I’ve just completed the first five days of my fourth cycle of chemotherapy, oral FC. This post is going to tell you about it, and if you aren’t interested in CLL and its treatment, then you will probably find this a little tedious.
OK then. For the last five days I have been on the chemo phase of my treatment. I have not been able to function in any sensible level for more than fifteen minutes at a time on any single subject. I couldn’t finish a long article in a newspaper. I couldn’t write more than a couple of sentences at a time, and never reached a satisfactory end of a paragraph. (Note : this does not mean that I manage to reach satisfactory endings of paragraphs when not on chemo; just that I can actually get there.) Like now for instance.

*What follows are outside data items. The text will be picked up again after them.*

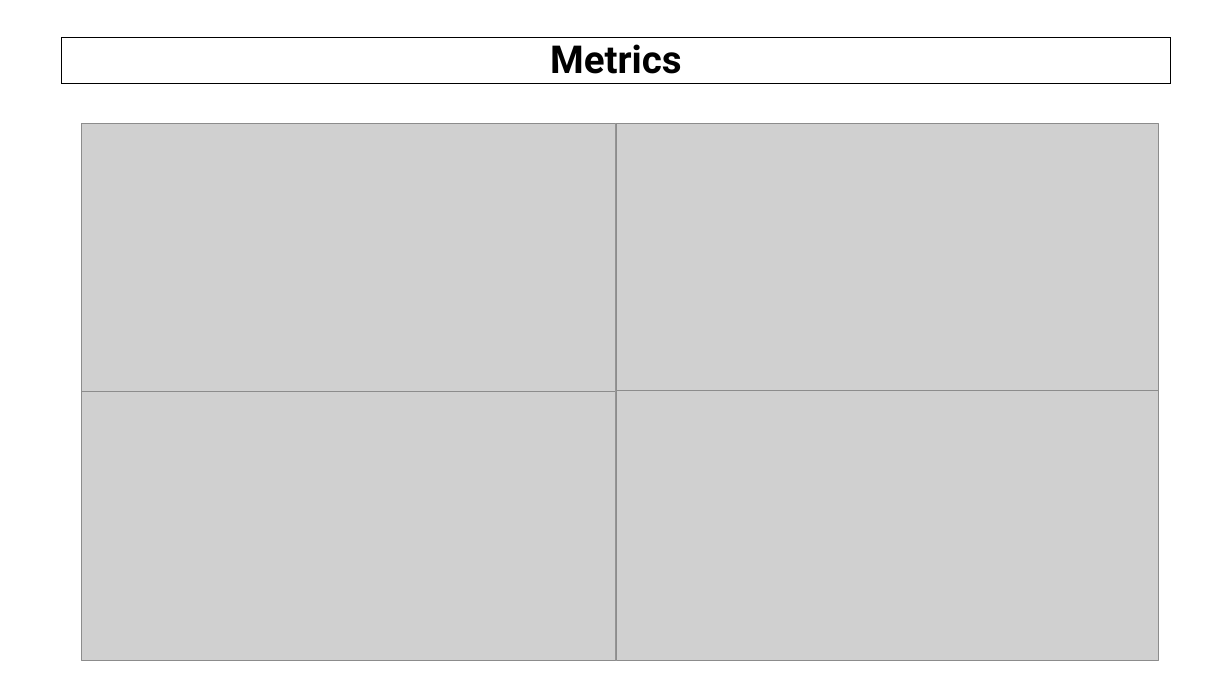
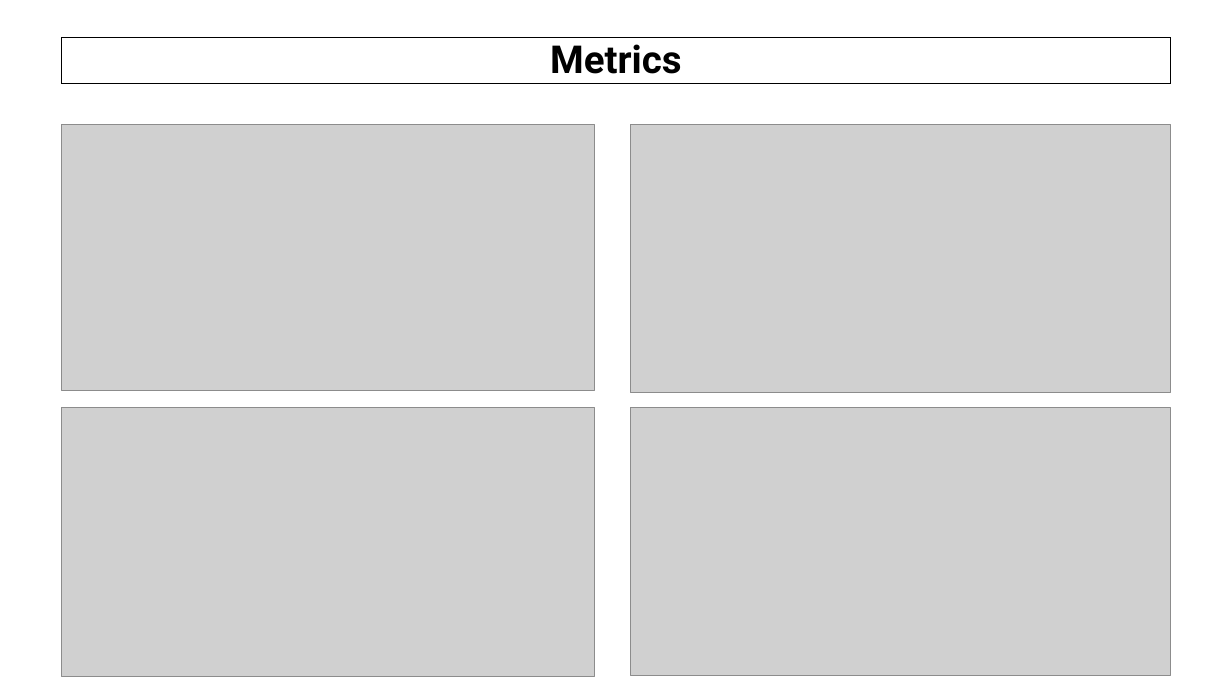
Before and after one commit to AndreouEugenia/Thesis, a slide deck: slide 16 of Thesis_Presentation.pptx. Drawn at 1232x693 pixels with LibreOffice and Linux fonts; fonts in the diff are those of the drawing; grey boxes stand for pictures; background and template pictures are left out. Boxes give left, top, right and bottom in pixels: in the first picture for what was removed or moved away, otherwise in the second. Text is boxed around its words. In the diff, an @@ line names an element or a change of style, - is before the commit and + after.

```diff
--- a/Thesis_Presentation.pptx
+++ b/Thesis_Presentation.pptx
@@ picture: place and size @@
-picture at bbox=[81, 124, 616, 392]
+picture at bbox=[62, 125, 595, 391]
@@ picture: place and size @@
-picture at bbox=[616, 124, 1160, 392]
+picture at bbox=[630, 125, 1170, 393]
@@ picture: place and size @@
-picture at bbox=[81, 392, 616, 662]
+picture at bbox=[62, 408, 595, 677]
@@ picture: place and size @@
-picture at bbox=[616, 391, 1160, 661]
+picture at bbox=[630, 408, 1170, 676]
```
Also in this commit, not shown: 12 other slides changed, 4 other files.

I have been unable to concentrate, and unable to relax. I have been trying to define how it has affected me, and I think I can adequately do that now. It isn’t that the treatment is particularly drastic compared to many other chemo treatments for other cancers. In fact, in the general scheme of things, the harshness of oral FC is mild.
However, five days on chemo has been like five days locked on an intercontinental flight. Unable to sleep properly, unable to exercise, unable to rest, unable to eat with any enjoyment. I have become lost in a never ending roundelay of meals, brief walks, dozing, books and television. Mornings were generally OK, but from late afternoon onwards, it was always downhill.
Twenty four hours after the end of the cycle, and I am as right as ninepence.
I’ve been investigating the supply of broadband for a friend via some price comparison sites. I am looking for an unlimited service, at a speed of at least 1gig and perhaps some web space. Free email addresses, spam filters and anti virus software will not be influencing the final decision, though on balance perhaps free help via email might be an advantage. My friend will on principle not be taking advantage of any pay per minute premium rate helplines.
All the services I am considering have many things in common, including comparable first year costs, speed, delivery time, contract period and enticements.
All seem proud of their service of informing the customer of the progress of their broadband supply, and they all do it the same way – by email.
Unfortunately, my friend, and presumably most potential customers, have to wait till their new broadband has been connected, before they can check their email, in order to discover the progress of their broadband connection.